After the data is sufficiently wrangled, the data scientist is left with engineered features that can be used for predictive analytics, he said. “From that, you run it through frameworks and those frameworks ultimately give you a model — a predictive model,” Huang said. “That predictive model, once verified, allows you to predict the next outcome from other instances [of new data]…We call that prediction process inference.”
Data Science & GPUs
GPUs have been commonly used with deep learning, but they haven’t been as widely used for traditional machine learning approaches. In the future, Huang sees GPUs becoming one of the primary computational powerplants for all types of machine learning workloads.
Nvidia is taking several actions to bolster this GPU future. First, it’s making the CUDA library applicable across the stack, which is the reasoning behind the CUDA-X announcement, which makes any CUDA coding run anywhere else, no matter if it was developed for the world’s biggest supercomputer workloads, for a modest machine learning use case, or even a tiny robot operating on the edge.
It’s also pushing its RAPIDS initiative, which is an open source suite of data processing and machine learning libraries that enables GPU acceleration for data science workloads.
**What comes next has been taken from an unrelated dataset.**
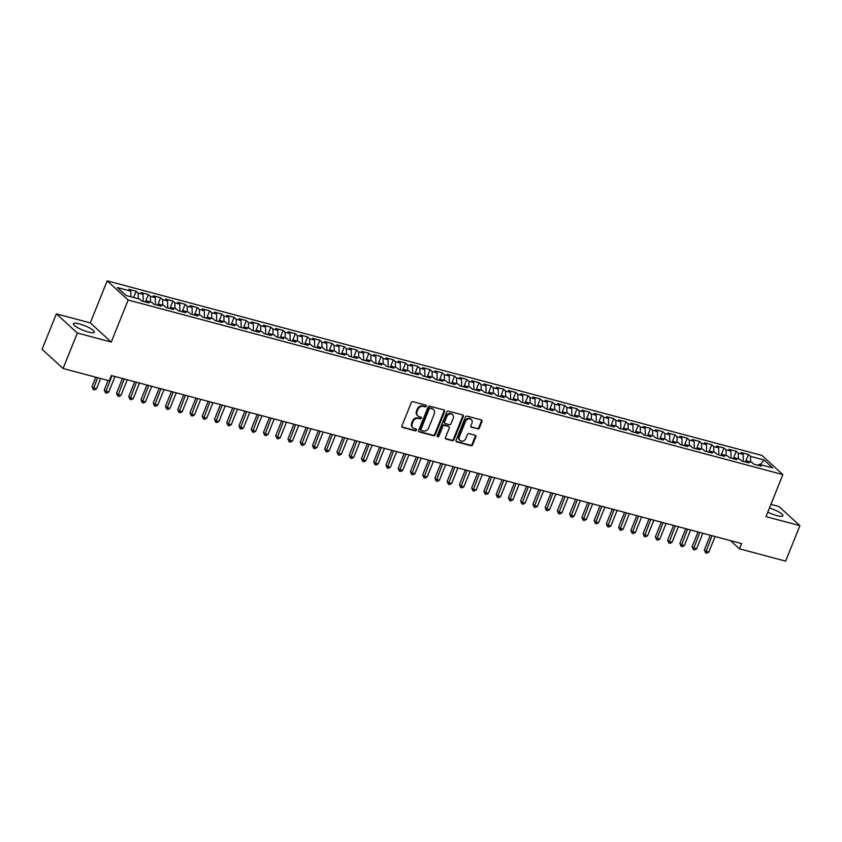 <?xml version="1.0" encoding="UTF-8"?>
<svg xmlns="http://www.w3.org/2000/svg" width="842" height="842" viewBox="0 0 842 842"><rect width="100%" height="100%" fill="white"/><g stroke="black" fill="none" stroke-linecap="round" stroke-linejoin="round"><path stroke-width="1.26" d="M426.22 406.212A1 0.842 132.4 0 0 425.747 405.086L412.969 401.687A1.421 1.21 132.4 0 0 411.254 402.655L401.918 425.863A1.421 1.21 132.4 0 0 402.602 427.473L415.38 430.872A1 0.842 132.4 0 0 416.106 429.073L414.453 428.631A4.547 3.863 132.4 0 1 413.033 427.862A4.547 3.863 132.4 0 1 412.264 423.484L413.043 421.547A4.547 3.863 132.4 0 1 418.548 418.442L420.2 418.884A1 0.842 132.4 0 0 420.926 417.085L419.274 416.643A4.547 3.863 132.4 0 1 417.853 415.874A4.547 3.863 132.4 0 1 417.085 411.485L417.853 409.559A4.547 3.863 132.4 0 1 423.368 406.454L425.021 406.897A1 0.842 132.4 0 0 426.22 406.212M417.853 415.874L417.295 415.359A4.547 3.863 132.4 0 1 416.516 410.97L417.295 409.033A4.547 3.863 132.4 0 1 422.8 405.939L424.452 406.381A1 0.842 132.4 0 0 425.694 405.076M401.929 426.915A1.421 1.21 132.4 0 0 402.034 426.957L414.811 430.357A1 0.842 132.4 0 0 416.053 429.062M413.033 427.862L412.475 427.347A4.547 3.863 132.4 0 1 411.696 422.958L412.475 421.032A4.547 3.863 132.4 0 1 417.979 417.927L419.632 418.369A1 0.842 132.4 0 0 420.874 417.064M767.778 512.136A11.304 2.421 21.9 0 0 776.808 515.588A11.304 2.421 21.9 0 0 782.871 515.767A11.304 2.421 21.9 0 0 769.462 507.947M79.443 323.928A11.304 2.421 21.9 0 0 73.38 323.76A11.304 2.421 21.9 0 0 88.294 332.011A11.304 2.421 21.9 0 0 94.357 332.19A11.304 2.421 21.9 0 0 79.443 323.928M477.656 428.999A1.421 1.21 132.4 0 0 479.372 428.031L481.992 421.516A1.421 1.21 132.4 0 0 481.308 419.905L467.121 416.127A1.421 1.21 132.4 0 0 465.405 417.095L456.08 440.303A1.421 1.21 132.4 0 0 456.753 441.913L470.941 445.692A1.421 1.21 132.4 0 0 472.667 444.723L475.825 436.861A1.421 1.21 132.4 0 0 475.141 435.251L469.068 433.63A1.421 1.21 132.4 0 0 467.352 434.598L465.784 438.503A3.81 3.231 132.4 0 1 460.006 440.45A3.81 3.231 132.4 0 1 459.353 436.788L465.489 421.505A3.81 3.231 132.4 0 1 471.278 419.558A3.81 3.231 132.4 0 1 471.92 423.221L470.899 425.768A1.421 1.21 132.4 0 0 471.583 427.378L477.088 428.473A1.421 1.21 132.4 0 0 478.814 427.504L481.424 421A1.421 1.21 132.4 0 0 481.413 419.937M741.581 543.574L111.365 375.532L109.249 380.795L63.076 368.48L77.338 333.011L111.26 342.062L128.163 300.026L782.871 474.593L765.978 516.63L799.9 525.671L785.639 561.14L739.476 548.826L741.581 543.574M444.608 411.549A1.421 1.21 132.4 0 0 443.923 409.938L429.736 406.16A1.421 1.21 132.4 0 0 428.02 407.128L418.685 430.336A1.421 1.21 132.4 0 0 419.369 431.946L433.556 435.724A1.421 1.21 132.4 0 0 435.282 434.756L444.608 411.549L444.039 411.033A1.421 1.21 132.4 0 0 444.029 409.97M448.428 411.138L462.616 414.917A1.421 1.21 132.4 0 1 463.3 416.527L453.975 439.735A1.421 1.21 132.4 0 1 452.249 440.703L446.176 439.092A1.421 1.21 132.4 0 1 445.492 437.482L449.281 428.073A1.421 1.21 132.4 0 0 448.597 426.462L444.565 425.389A1.421 1.21 132.4 0 0 442.85 426.357L438.914 436.156A1 0.842 132.4 0 1 437.23 435.703L446.713 412.106A1.421 1.21 132.4 0 1 448.428 411.138M128.163 300.026L107.176 280.86L761.894 455.427L782.871 474.593M133.625 297.521L136.151 291.248L128.805 289.29L130.815 291.122L117.343 287.532L126.079 295.51L139.551 299.099L141.561 300.941L148.908 302.899L146.897 301.057L151.792 302.373L153.802 304.204L161.159 306.162L159.138 304.33L164.043 305.635L166.053 307.467L173.399 309.435L171.389 307.593L176.283 308.898L178.304 310.74L185.65 312.698L183.64 310.856L188.534 312.161L190.545 314.003L197.891 315.96L195.881 314.119L200.785 315.434L202.796 317.266L210.142 319.223L208.132 317.392L213.026 318.697L215.036 320.528L222.393 322.497L220.372 320.655L225.277 321.96L227.287 323.802L234.634 325.759L232.624 323.917L237.518 325.223L239.538 327.064L246.885 329.022L244.875 327.18L249.769 328.496L251.779 330.327L259.125 332.285L257.115 330.453L262.02 331.759L264.03 333.59L271.377 335.558L269.366 333.716L274.26 335.021L276.271 336.863L283.628 338.821L281.607 336.979L286.512 338.284L288.522 340.126L295.868 342.084L293.858 340.242L298.752 341.557L300.773 343.389L308.119 345.346L306.099 343.515L311.003 344.82L313.013 346.651L320.36 348.62L318.35 346.778L323.254 348.083L325.265 349.925L332.611 351.882L330.601 350.04L335.495 351.346L337.505 353.187L344.862 355.145L342.841 353.303L347.746 354.619L349.756 356.45L357.103 358.408L355.092 356.576L359.987 357.882L362.007 359.713L369.354 361.681L367.333 359.839L372.238 361.144L374.248 362.986L381.594 364.944L379.584 363.102L384.478 364.407L386.499 366.249L393.845 368.207L391.835 366.365L396.729 367.68L398.74 369.512L406.097 371.469L404.076 369.638L408.98 370.943L410.991 372.774L418.337 374.743L416.327 372.901L421.221 374.206L423.242 376.048L430.588 378.005L428.567 376.163L433.472 377.469L435.482 379.31L442.829 381.268L440.819 379.426L445.713 380.742L447.733 382.573L455.08 384.531L453.07 382.7L457.964 384.005L459.974 385.836L467.321 387.804L465.31 385.962L470.215 387.267L472.225 389.109L479.572 391.067L477.561 389.225L482.455 390.53L484.476 392.372L491.823 394.33L489.802 392.488L494.707 393.803L496.717 395.635L504.063 397.592L502.053 395.761L506.947 397.066L508.968 398.897L516.314 400.866L514.304 399.024L519.198 400.329L521.209 402.171L528.555 404.128L526.545 402.287L531.449 403.592L533.46 405.434L540.806 407.391L538.796 405.549L543.69 406.865L545.7 408.696L553.057 410.654L551.036 408.823L555.941 410.128L557.951 411.959L565.298 413.927L563.287 412.085L568.182 413.39L570.202 415.232L577.549 417.19L575.539 415.348L580.433 416.653L582.443 418.495L589.789 420.453L587.779 418.611L592.684 419.926L594.694 421.758L602.041 423.715L600.03 421.884L604.924 423.189L606.935 425.021L614.292 426.989L612.271 425.147L617.175 426.452L619.186 428.294L626.532 430.251L624.522 428.41L629.416 429.715L631.437 431.557L638.783 433.514L636.773 431.672L641.667 432.988L643.677 434.819L651.024 436.777L649.014 434.946L653.918 436.251L655.929 438.082L663.275 440.05L661.265 438.208L666.159 439.513L668.169 441.355L675.526 443.313L673.505 441.471L678.41 442.776L680.42 444.618L687.767 446.576L685.756 444.734L690.651 446.05L692.671 447.881L700.018 449.838L698.007 448.007L702.902 449.312L704.912 451.144L712.258 453.112L710.248 451.27L715.153 452.575L717.163 454.417L724.509 456.375L722.499 454.533L727.393 455.838L729.404 457.68L736.761 459.637L734.74 457.795L739.644 459.111L741.655 460.942L749.001 462.9L746.991 461.069L751.885 462.374L753.906 464.205L761.252 466.173L759.231 464.331L757.926 465.279M136.151 291.248L138.162 293.09L143.066 294.395L143.214 301.383M145.403 301.962L148.392 294.511L141.046 292.553L143.066 294.395M148.392 294.511L150.413 296.352L155.307 297.658L155.454 304.646M157.643 305.236L160.643 297.773L153.297 295.816L155.307 297.658M160.643 297.773L162.653 299.615L167.558 300.92L167.705 307.909M169.895 308.498L172.894 301.047L165.537 299.089L167.558 300.92M172.894 301.047L174.904 302.878L179.799 304.183L179.946 311.182M182.146 311.761L185.135 304.309L177.788 302.352L179.799 304.183M185.135 304.309L187.145 306.151L192.05 307.456L192.197 314.445M194.386 315.024L197.386 307.572L190.039 305.614L192.05 307.456M197.386 307.572L199.396 309.414L204.301 310.719L204.448 317.708M206.637 318.297L209.626 310.835L202.28 308.877L204.301 310.719M209.626 310.835L211.647 312.677L216.541 313.982L216.689 320.97M218.878 321.56L221.878 314.108L214.531 312.15L216.541 313.982M221.878 314.108L223.888 315.939L228.792 317.245L228.94 324.244M231.129 324.823L234.129 317.371L226.772 315.413L228.792 317.245M234.129 317.371L236.139 319.213L241.033 320.518L241.18 327.506M243.38 328.085L246.369 320.634L239.023 318.676L241.033 320.518M246.369 320.634L248.379 322.475L253.284 323.781L253.431 330.769M255.621 331.359L258.62 323.896L251.274 321.939L253.284 323.781M258.62 323.896L260.631 325.738L265.525 327.043L265.683 334.032M267.872 334.621L270.861 327.17L263.514 325.212L265.525 327.043M270.861 327.17L272.882 329.001L277.776 330.306L277.923 337.305M280.112 337.884L283.112 330.432L275.766 328.475L277.776 330.306M283.112 330.432L285.122 332.274L290.027 333.579L290.174 340.568M292.363 341.147L295.363 333.695L288.006 331.737L290.027 333.579M295.363 333.695L297.373 335.537L302.267 336.842L302.415 343.831M304.615 344.42L307.604 336.958L300.257 335L302.267 336.842M307.604 336.958L309.614 338.8L314.519 340.105L314.666 347.093M316.855 347.683L319.855 340.231L312.508 338.273L314.519 340.105M319.855 340.231L321.865 342.062L326.759 343.368L326.917 350.367M329.106 350.946L332.095 343.494L324.749 341.536L326.759 343.368M332.095 343.494L334.116 345.336L339.01 346.641L339.158 353.629M341.347 354.208L344.346 346.757L337 344.799L339.01 346.641M344.346 346.757L346.357 348.599L351.261 349.904L351.409 356.892M353.598 357.482L356.598 350.019L349.241 348.062L351.261 349.904M356.598 350.019L358.608 351.861L363.502 353.166L363.649 360.155M365.838 360.744L368.838 353.293L361.492 351.335L363.502 353.166M368.838 353.293L370.848 355.124L375.753 356.429L375.9 363.428M378.09 364.007L381.089 356.555L373.743 354.598L375.753 356.429M381.089 356.555L383.099 358.397L387.994 359.702L388.151 366.691M390.341 367.27L393.33 359.818L385.983 357.861L387.994 359.702M393.33 359.818L395.351 361.66L400.245 362.965L400.392 369.954M402.581 370.543L405.581 363.081L398.234 361.123L400.245 362.965M405.581 363.081L407.591 364.923L412.496 366.228L412.643 373.216M414.832 373.806L417.821 366.354L410.475 364.397L412.496 366.228M417.821 366.354L419.842 368.186L424.736 369.491L424.884 376.49M427.073 377.069L430.073 369.617L422.726 367.659L424.736 369.491M430.073 369.617L432.083 371.459L436.987 372.764L437.135 379.753M439.324 380.331L442.324 372.88L434.977 370.922L436.987 372.764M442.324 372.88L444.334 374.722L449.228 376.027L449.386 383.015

In his remarks, Huang positioned RAPIDS as the next platform to run big data and data science workloads, which began with Apache Hadoop and continued with Apache Spark.
“It turns out that building a great chip is a nice beginning,” Huang said. “But it’s useless until the world’s developers and users can take advantage of it. That’s why it’s so important for us to work with an ecosystem. Nvidia is an open platform company. We create all these libraries in a way so that it’s software-defined and integrateable into modern system.”
Lastly, Nvidia unveiled a new workstation and a new server dedicated to data science workloads. The new systems are loaded with much of the software required for data scientists to develop and test their predictive models.
“This type of workstation for data scientists is really complicated to build,” Huang said. “We’re basically taking what otherwise is a HPC data center IT tool and turning it into one box.”